明面上看起來是為劉氏好,可這個時代的女人若是沒有娘家撐腰,日子會難過很多,被欺負了都沒處說道。
當年劉氏搬出顧家,為什麼那麼多人敢對她指指點點。
還不是因為她孤身一人帶著個孩子!
若是劉成那幾年能多去看看她,村里那些嚼舌根的也能收斂很多。
而且她看得出來,劉氏很在乎這個弟弟。
知道他們三口人吃不飽,劉氏給他塞銀子他也不要,愣是擔心的幾日都沒睡好。
他這是心疼姐姐,還是故意惹劉氏傷心呢。
這腦子得軸成啥樣,才會不分青紅皂白,幾十年如一日的履行他爹娘的囑託。
劉成怔怔的看著顧南煙嚴肅的小臉,有些想不明白。
他不想拖累阿姐難道錯了嗎?爹娘臨終前都是這樣囑咐他的啊。
他腦子笨,但他知道顧南煙是個有本事的姑娘。
見著阿姐比上次憔悴了不少的面色,他好像有些明白顧南煙的意思。
第42章 事有蹊蹺
一旁的劉芳拽了拽她爹的衣袖,低著頭小聲道:「爹爹收下吧,別讓姑母擔心了。」
說罷她迅速抬頭,看了眼正對她表示贊同的顧南煙,臉一紅又垂下了去。
劉成見姐姐熬紅的一雙眼,最終將東西搬進了裡屋,劉氏這才露了笑臉。
「對了,我怎麼沒看到磊哥兒?」
磊哥兒便是劉成的兒子。
劉成道:「他去上山了,片刻就回。
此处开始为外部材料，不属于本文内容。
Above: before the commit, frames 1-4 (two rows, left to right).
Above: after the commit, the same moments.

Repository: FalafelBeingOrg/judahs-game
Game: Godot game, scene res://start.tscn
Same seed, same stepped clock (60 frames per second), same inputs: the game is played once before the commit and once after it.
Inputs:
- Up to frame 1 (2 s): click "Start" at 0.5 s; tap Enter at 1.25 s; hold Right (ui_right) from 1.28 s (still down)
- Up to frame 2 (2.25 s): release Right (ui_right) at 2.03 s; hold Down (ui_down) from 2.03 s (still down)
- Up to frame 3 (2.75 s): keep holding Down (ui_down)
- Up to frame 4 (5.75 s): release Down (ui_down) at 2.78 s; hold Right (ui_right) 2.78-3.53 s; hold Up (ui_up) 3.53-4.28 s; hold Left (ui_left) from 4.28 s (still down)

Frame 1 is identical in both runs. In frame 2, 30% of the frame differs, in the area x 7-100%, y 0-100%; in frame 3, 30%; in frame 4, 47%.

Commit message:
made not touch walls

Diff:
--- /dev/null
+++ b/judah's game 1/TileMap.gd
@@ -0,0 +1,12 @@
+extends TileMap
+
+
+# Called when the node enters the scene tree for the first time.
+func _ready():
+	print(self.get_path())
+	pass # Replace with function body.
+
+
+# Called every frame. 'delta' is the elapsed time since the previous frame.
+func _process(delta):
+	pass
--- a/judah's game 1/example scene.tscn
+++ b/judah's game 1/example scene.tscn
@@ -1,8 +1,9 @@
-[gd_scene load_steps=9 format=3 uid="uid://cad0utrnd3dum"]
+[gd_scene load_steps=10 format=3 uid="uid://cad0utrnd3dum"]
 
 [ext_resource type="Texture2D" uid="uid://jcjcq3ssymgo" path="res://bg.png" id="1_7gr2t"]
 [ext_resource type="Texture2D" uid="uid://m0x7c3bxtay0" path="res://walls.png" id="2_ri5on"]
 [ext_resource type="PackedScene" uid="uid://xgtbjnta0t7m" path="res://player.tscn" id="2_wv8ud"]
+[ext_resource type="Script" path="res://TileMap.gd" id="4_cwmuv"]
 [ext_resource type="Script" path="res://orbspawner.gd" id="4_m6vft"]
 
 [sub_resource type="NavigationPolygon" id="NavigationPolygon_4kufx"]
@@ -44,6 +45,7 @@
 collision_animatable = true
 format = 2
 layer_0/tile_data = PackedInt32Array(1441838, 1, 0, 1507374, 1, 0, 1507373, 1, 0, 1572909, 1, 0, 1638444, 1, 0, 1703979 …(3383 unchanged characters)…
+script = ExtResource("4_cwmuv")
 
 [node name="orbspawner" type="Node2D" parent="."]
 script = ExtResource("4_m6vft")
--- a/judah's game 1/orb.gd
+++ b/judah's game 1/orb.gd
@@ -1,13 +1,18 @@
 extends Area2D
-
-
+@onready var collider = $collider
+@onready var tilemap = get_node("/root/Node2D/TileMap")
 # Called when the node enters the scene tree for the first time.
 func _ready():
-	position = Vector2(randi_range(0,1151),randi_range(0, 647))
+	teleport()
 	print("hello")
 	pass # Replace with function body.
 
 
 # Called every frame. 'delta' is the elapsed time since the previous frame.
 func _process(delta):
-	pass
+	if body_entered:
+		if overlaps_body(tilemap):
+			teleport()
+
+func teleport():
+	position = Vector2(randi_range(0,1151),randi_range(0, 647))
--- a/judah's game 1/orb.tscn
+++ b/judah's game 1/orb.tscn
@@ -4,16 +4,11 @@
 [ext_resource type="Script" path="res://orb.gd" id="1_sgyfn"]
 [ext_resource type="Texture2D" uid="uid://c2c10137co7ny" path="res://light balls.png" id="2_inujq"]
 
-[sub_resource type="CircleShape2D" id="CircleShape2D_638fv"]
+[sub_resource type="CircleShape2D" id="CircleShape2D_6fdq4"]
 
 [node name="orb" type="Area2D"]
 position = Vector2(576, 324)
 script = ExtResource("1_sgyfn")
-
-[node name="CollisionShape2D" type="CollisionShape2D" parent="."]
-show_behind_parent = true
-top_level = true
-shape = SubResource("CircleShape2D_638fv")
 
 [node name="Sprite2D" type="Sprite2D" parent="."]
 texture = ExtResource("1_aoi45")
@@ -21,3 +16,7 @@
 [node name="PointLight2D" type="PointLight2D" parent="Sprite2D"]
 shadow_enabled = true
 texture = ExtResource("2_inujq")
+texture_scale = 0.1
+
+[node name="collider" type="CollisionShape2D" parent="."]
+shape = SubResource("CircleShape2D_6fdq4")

」
正說著,劉磊便進來了,見到顧南煙站在門口怔了一下,反應過來後憨憨的撓了撓頭。
「大侄女來了,怎麼不在屋裡坐著?」
顧南煙:「……」
雖然按輩分來說,她是該喊一聲表舅,可他也才十八九歲的年紀,這聲大侄女到底是怎麼叫出口的!
劉磊見她不說話,也沒多想,只站在那傻笑。
顧南煙不想理這憨憨,將視線落在他背後的石頭上。
這是……
她皺了皺眉,用手摸了摸,果然沾了一手的白色粉末。
她看向劉磊來的方向。
怪不得她剛進山就聞到一股淡淡的硫磺味,原來這裡是座石膏石山,那也難怪山上這麼荒涼了。
劉磊見她上手摸,忙將身子一側:「你別傷了手。」
大侄女的手長的白白嫩嫩的,萬一不小心劃傷了怎麼辦。
顧南煙:當老子泥捏的?
她指了指他身後:「你背這個回來做什麼?」
劉磊撓撓頭:「這東西鎮上的藥鋪收,這樣大的一塊,燒好後能賣一文錢呢。」
只不過賣這個的人不少,光他們村就有五六戶,他平均兩天才能賣出去一塊。